Patients harboring gene mutations like KRAS, NRAS, and BRAF demonstrate highly variable responses to chemotherapy, posing challenges for treatment optimization. Multiparametric magnetic resonance imaging (MRI), with its non-invasive capability to assess tumor characteristics in detail, has shown promise in evaluating treatment response and predicting therapeutic outcomes. This technology holds potential for guiding personalized treatment strategies tailored to individual patient profiles, enhancing the precision and effectiveness of colorectal cancer care.

AIM

To create a multiparametric MRI-based predictive model for assessing chemotherapy efficacy in colorectal cancer patients with gene mutations.

METHODS

This retrospective study was conducted in a tertiary hospital, analyzing 157 colorectal cancer patients with gene mutations treated between August 2022 and December 2023. Based on chemotherapy outcomes, the patients were categorized into favorable (n = 60) and unfavorable (n = 50) response groups. Univariate and multivariate logistic regression analyses were performed to identify independent predictors of chemotherapy efficacy.

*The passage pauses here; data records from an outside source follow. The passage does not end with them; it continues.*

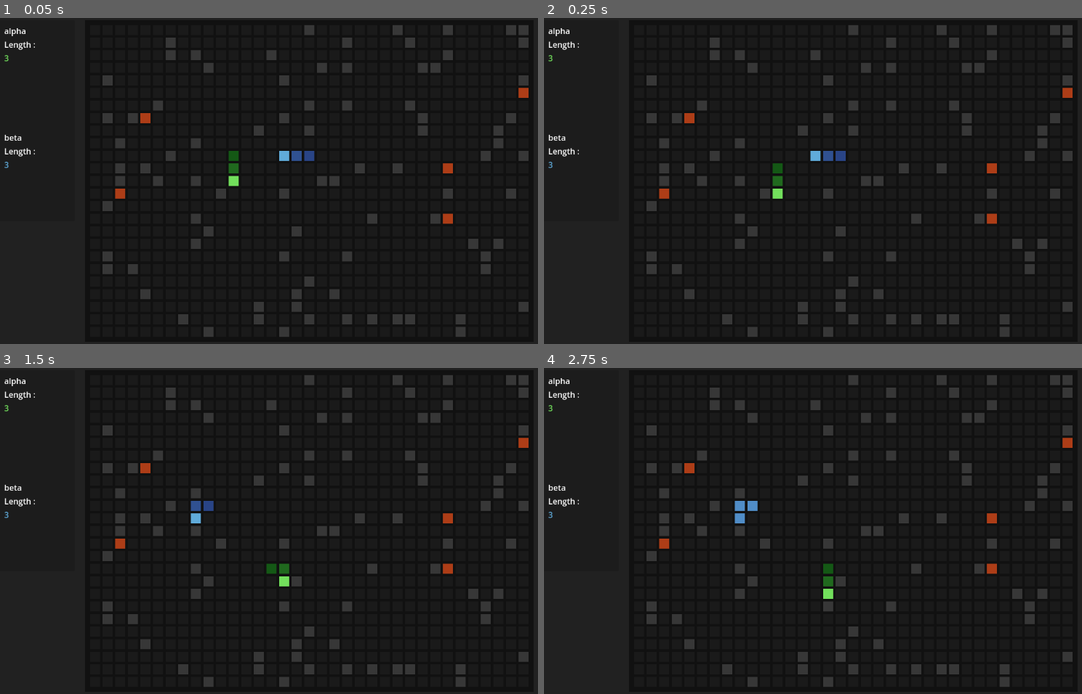
Above: before the commit, frames 1-4 (two rows, left to right).
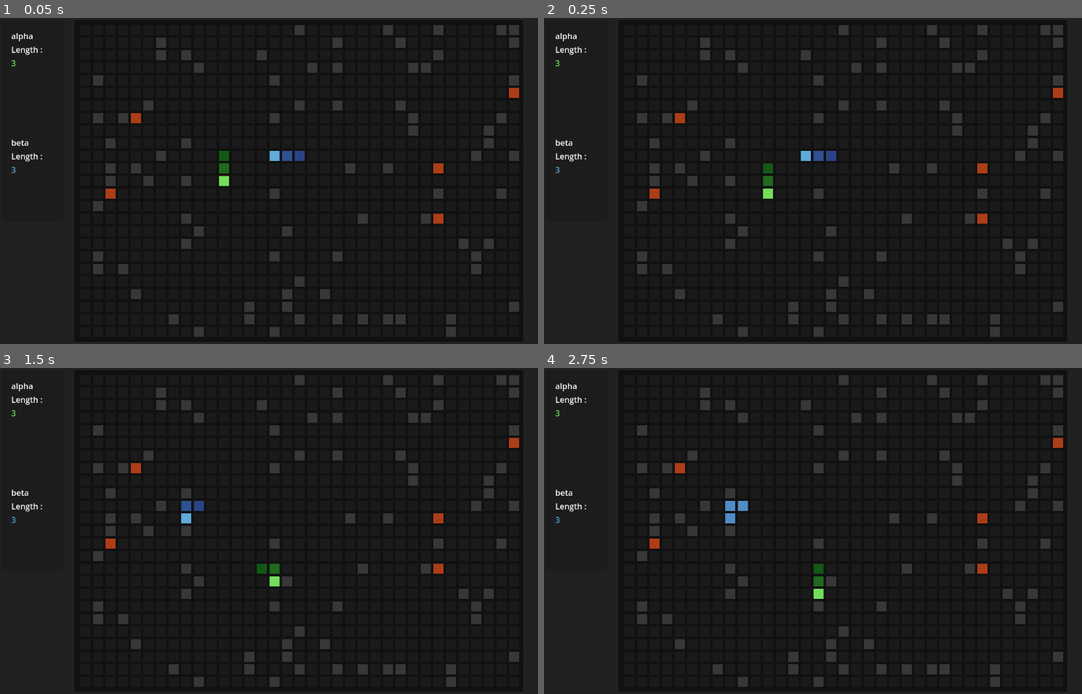
Above: after the commit, the same moments.

Repository: emecdelam/multiplayer_snake
Game: Godot game, scene res://scenes/main_game.tscn
Same seed, same stepped clock (60 frames per second), same inputs: the game is played once before the commit and once after it.
Inputs:
- Up to frame 1 (0.05 s): no input
- Up to frame 2 (0.25 s): no input
- Up to frame 3 (1.5 s): hold Right (move_right) 0.53-1.28 s; hold Down (move_down) from 1.28 s (still down)
- Up to frame 4 (2.75 s): tap Enter at 2 s; release Down (move_down) at 2.03 s; hold Right (move_right) from 2.03 s (still down)

The runs differ from the first frame. In frame 1, 9.9% of the frame differs, in the area x 0-99%, y 2-98%; in frame 2, 9.8%; in frame 3, 9.8%; in frame 4, 9.9%.

Commit message:
minot changes

Diff:
--- a/scenes/main_game.tscn
+++ b/scenes/main_game.tscn
@@ -47,7 +47,7 @@
 size_flags_vertical = 0
 
 [node name="Panel" type="Panel" parent="Panel/MarginContainer/HBoxContainer/VBoxContainer"]
-custom_minimum_size = Vector2(150, 200)
+custom_minimum_size = Vector2(125, 200)
 layout_mode = 2
 size_flags_vertical = 3
 
@@ -65,10 +65,10 @@
 custom_minimum_size = Vector2(50, 100)
 layout_mode = 2
 size_flags_vertical = 0
-theme_override_constants/margin_left = 10
-theme_override_constants/margin_top = 10
-theme_override_constants/margin_right = 10
-theme_override_constants/margin_bottom = 10
+theme_override_constants/margin_left = 20
+theme_override_constants/margin_top = 20
+theme_override_constants/margin_right = 20
+theme_override_constants/margin_bottom = 20
 
 [node name="VBoxContainer1" type="VBoxContainer" parent="Panel/MarginContainer/HBoxContainer/VBoxContainer/Panel/VSplitContainer/MarginContainer"]
 layout_mode = 2
@@ -92,10 +92,10 @@
 custom_minimum_size = Vector2(50, 100)
 layout_mode = 2
 size_flags_vertical = 0
-theme_override_constants/margin_left = 10
-theme_override_constants/margin_top = 10
-theme_override_constants/margin_right = 10
-theme_override_constants/margin_bottom = 10
+theme_override_constants/margin_left = 20
+theme_override_constants/margin_top = 20
+theme_override_constants/margin_right = 20
+theme_override_constants/margin_bottom = 20
 
 [node name="VBoxContainer2" type="VBoxContainer" parent="Panel/MarginContainer/HBoxContainer/VBoxContainer/Panel/VSplitContainer/MarginContainer2"]
 layout_mode = 2
@@ -124,6 +124,7 @@
 metadata/_edit_use_anchors_ = true
 
 [node name="Node2D" type="Node2D" parent="Panel/MarginContainer/HBoxContainer/Panel2"]
+position = Vector2(1, 0)
 script = ExtResource("1_c2hxe")
 number_cell_y = null
 
--- a/scripts/game/map.gd
+++ b/scripts/game/map.gd
@@ -71,10 +71,10 @@
 		if end.x == start.x and end.y == start.y:
 			print("[WARNING] seems like a snake is of length one or as conflicting head and tail, might create error in spawn box")
 		# Calculate bounds of the segment
-		var min_x = min(start.x, end.x) - 1
-		var max_x = max(start.x, end.x) + 1
-		var min_y = min(start.y, end.y) - 1
-		var max_y = max(start.y, end.y) + 1
+		var min_x = min(start.x, end.x) - 2
+		var max_x = max(start.x, end.x) + 2
+		var min_y = min(start.y, end.y) - 2
+		var max_y = max(start.y, end.y) + 2
 
 		# Check if the point is within the expanded bounds
 		if pos.x >= min_x and pos.x <= max_x and pos.y >= min_y and pos.y <= max_y:
--- a/scripts/parameters.gd
+++ b/scripts/parameters.gd
@@ -1,12 +1,11 @@
 class_name Parameters
 
-
-var player_colors = [[Color("#72DF5C"), Color("#145815")], [Color("#60ABDA"), Color("#294486")]]
+@export var number_of_players = 2
+@export var player_colors = [[Color("#72DF5C"), Color("#145815")], [Color("#60ABDA"), Color("#294486")]]
 
 
-var player_names = ["alpha", "beta"]
+@export var player_names = ["alpha", "beta"]
 
-var number_of_players = len(player_colors)
-var empty_cell_color = Color("#1a1a1a")
-var wall_cell_color = Color("#373737")
-var fruit_cell_color = Color("#AD3D17")
+@export var empty_cell_color = Color("#1a1a1a")
+@export var wall_cell_color = Color("#373737")
+@export var fruit_cell_color = Color("#AD3D17")

A predictive nomogram was constructed using significant variables, and its performance was assessed using the area under the receiver operating characteristic curve (AUC) in both training and validation sets.

RESULTS

Univariate analysis identified that tumor differentiation, T2 signal intensity ratio, tumor-to-anal margin distance, and MRI-detected lymph node metastasis as significantly associated with chemotherapy response (P < 0.05). Multivariate Logistics regression confirmed these four parameters as independent predictors. The predictive model demonstrated strong discrimination, with an AUC of 0.938 (sensitivity: 86%; specificity: 92%) in the training set, and 0.942 (sensitivity: 100%; specificity: 83%) in the validation set.

CONCLUSION

We established and validated a multiparametric MRI-based model for predicting chemotherapy response in colorectal cancer patients with gene mutations. This model holds promise for guiding individualized treatment strategies.

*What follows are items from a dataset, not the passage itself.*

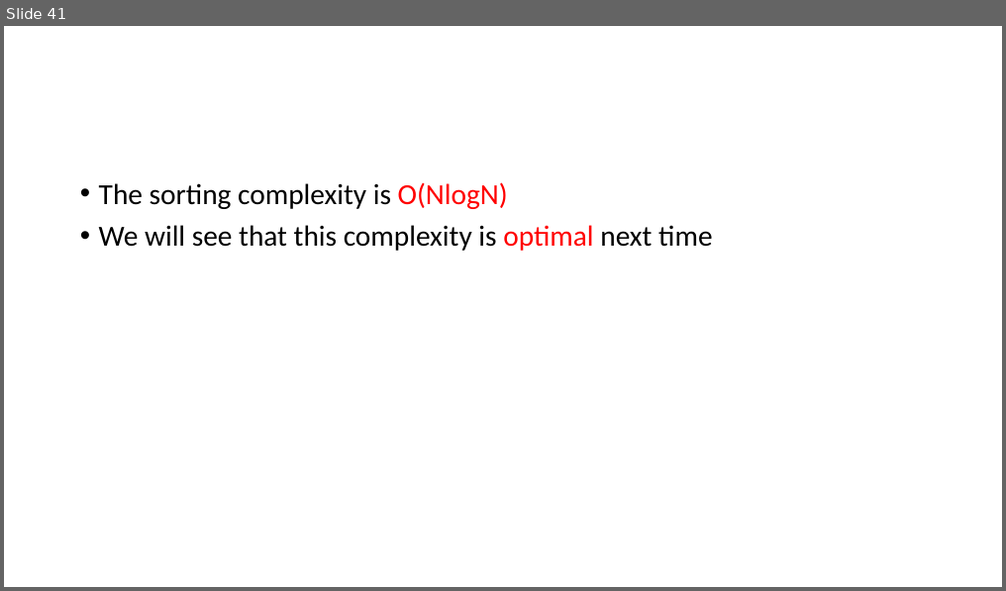
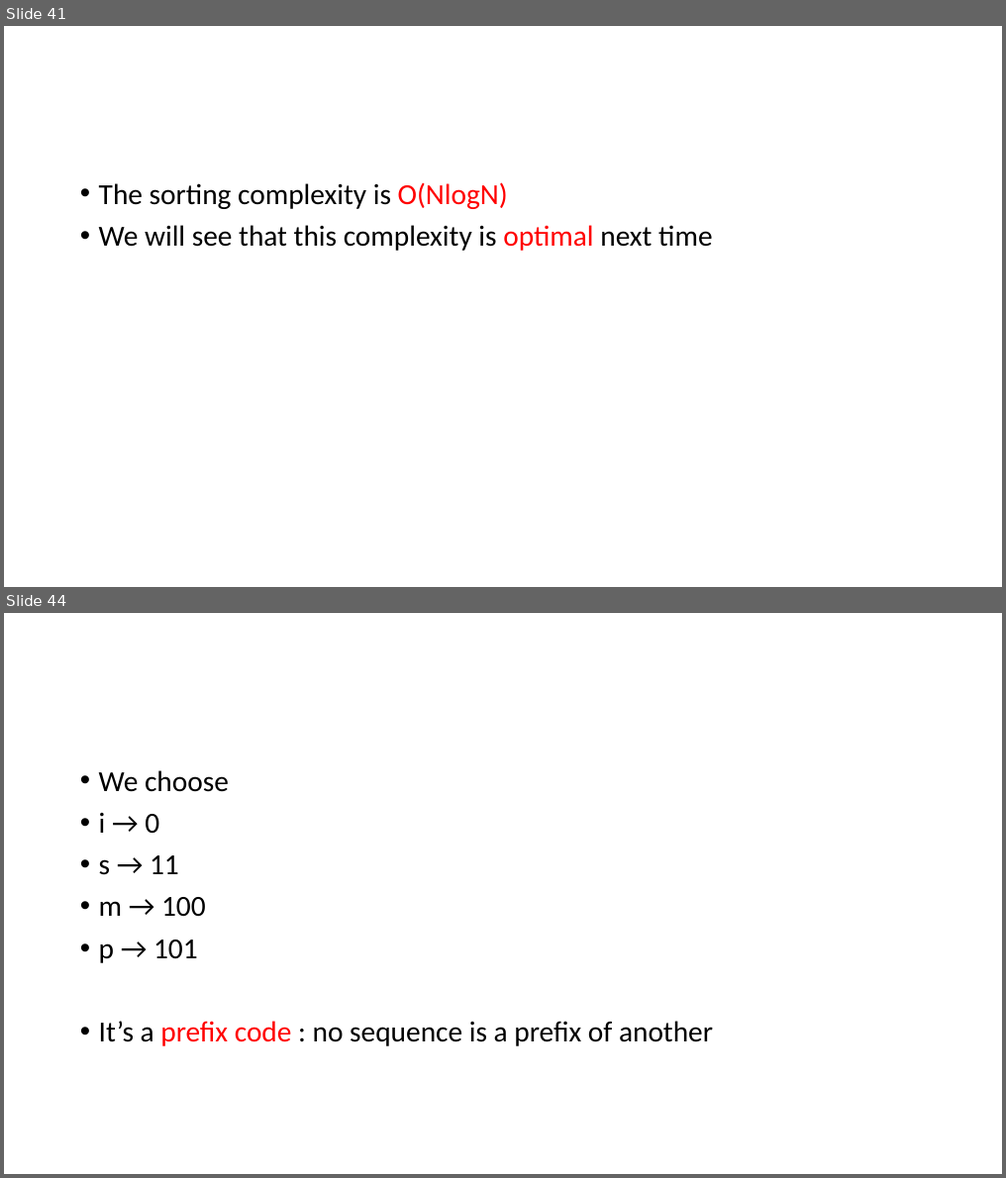
Before and after one commit to kwea123/cpp_data_algo, a slide deck: 4.pptx. Shown one above the other, each under a label of ours: slide 41 before the commit, slides 41 and 44 after it; the slides between them are not shown. The pictures are 1006x591 and 1006x1178 pixels, drawn with LibreOffice and Linux fonts; fonts in the diff are those of the drawing. Boxes give left, top, right and bottom in pixels: in the first picture for what was removed or moved away, otherwise in the second. Text is boxed around its words. In the diff, an @@ line names an element or a change of style, - is before the commit and + after.

```diff
--- a/4.pptx
+++ b/4.pptx
@@ slide 44 added at <box>4,613,1002,1174</box>, background #FFFFFF @@
@@ text added at <box>99,770,713,1047</box>, 28 pt, text #000000 @@
+• We choose
+• i → 0
+• s → 11
+• m → 100
+• p → 101
+• It’s a prefix code : no sequence is a prefix of another
```
Also in this commit, not shown: 1 slide changed, 11 other slides added, 4 other files.

Keywords: Colorectal cancer; RAS gene mutation; Multiparametric magnetic resonance imaging; Chemotherapy; Predictive model

Core Tip: This study pioneers a multiparametric magnetic resonance imaging (MRI)-based predictive model tailored for colorectal cancer patients with gene mutations (e.g., KRAS, NRAS, and BRAF) to evaluate chemotherapy efficacy. By integrating tumor differentiation, T2 signal intensity ratio, tumor-to-anal margin distance, and MRI-detected lymph node metastasis, the model achieved high accuracy (area under the receiver operating characteristic curve > 0.93) in both training and validation sets, offering a non-invasive tool for personalized treatment planning.